Storage array firmware bug caused Salesforce data loss

Circuit breakers broke bad, workload moved but array flipped out under heavy load


Salesforce.com has revealed that a bug in the firmware of its storage arrays was behind last week's data loss incident.

The mess started in the company's Washington data centre on May 9th, when admins noticed “a circuit breaker responsible for controlling power into the data center had failed.”

“The team engaged the circuit vendor who began the process of replacing the failed breaker. Multiple redundant power systems had not engaged, which led to power failures at the compute system level.”

That mess took the company's NA14 instance offline, so it took steps to move it into a Chicago data centre. The move worked, but not long afterwards databased performance dived.
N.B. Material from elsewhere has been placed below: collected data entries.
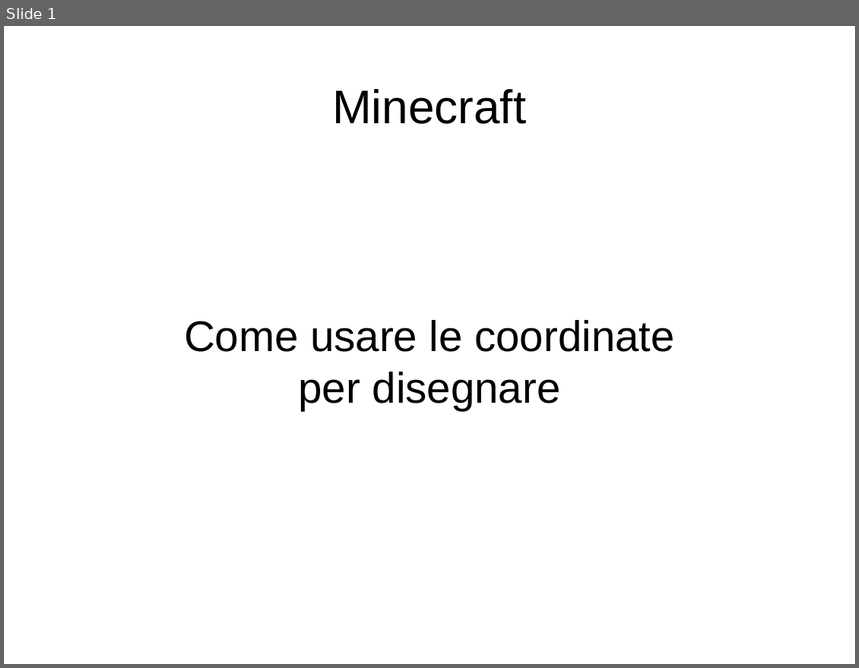
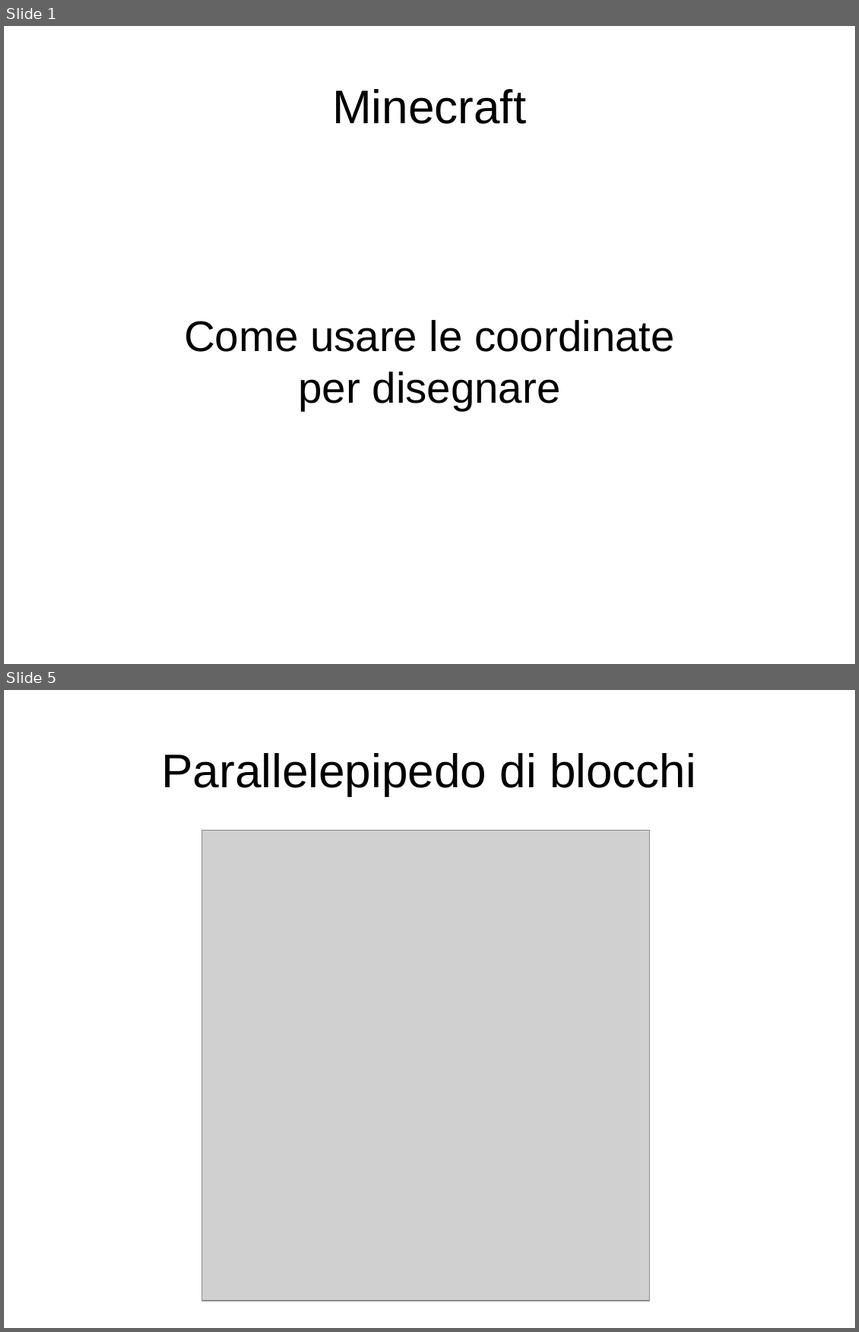
Before and after one commit to kronwiz/randomstuff, a slide deck: minecraft/uso_delle_coordinate.odp. Shown one above the other, each under a label of ours: slide 1 before the commit, slides 1 and 5 after it; the slides between them are not shown. The pictures are 859x668 and 859x1332 pixels, drawn with LibreOffice and Linux fonts; fonts in the diff are those of the drawing; grey boxes stand for pictures. Boxes give left, top, right and bottom in pixels: in the first picture for what was removed or moved away, otherwise in the second. Text is boxed around its words. In the diff, an @@ line names an element or a change of style, - is before the commit and + after.

Commit message:
Aggiunto l'esempio del parallelepipedo.

```diff
--- a/minecraft/uso_delle_coordinate.odp
+++ b/minecraft/uso_delle_coordinate.odp
@@ slide 5 added at bbox=[4, 690, 855, 1328], background #FFFFFF @@
@@ title added at bbox=[162, 753, 696, 796], 44 pt, text #000000 @@
+Parallelepipedo di blocchi
@@ picture added at bbox=[202, 831, 650, 1302] @@
```
Also in this commit, not shown: 3 other slides added, 3 slides removed, 1 other file.

Salesforce's explanation for the mess explains that when it moves an instance it also moves the data to the bit barn the instance now occupies. That move means local infrastructure gets rather busy.

So busy that the “... increase in volume on the instance exposed the firmware bug on the storage array, which significantly increased the time for the database to write to the array. Because the time to write to the storage array increased, the database began to experience timeout conditions when writing to the storage tier. Once these timeout conditions began, a single database write was unable to successfully complete, which caused the file discrepancy condition to become present in the database. Once this discrepancy occurred, the database cluster failed and could not be restarted.”

The data loss came about because while “Our internal backup processes are designed to be near real-time, however the local copy of the database had not yet completed.”

“Our remote replication process copied the blocks that contained the file discrepancies to the standby copy of the database in the WAS data center before the database crashed, resulting in these copies of the NA14 database being unusable for purposes of restoring service once the database cluster failed.”

Salesforce says the circuit breakers that started the mess passed March 2016 tests, but have been replaced anyway. The offending firmware has been banished and the company is “in the process of deploying a new technology for data replication to standby copies of instances. This updated approach will utilize the wide-area network (WAN) to perform logical, database level replication, eliminating block-level replication.”

Which leaves us with the task of figuring out who Salesforce uses for database and storage.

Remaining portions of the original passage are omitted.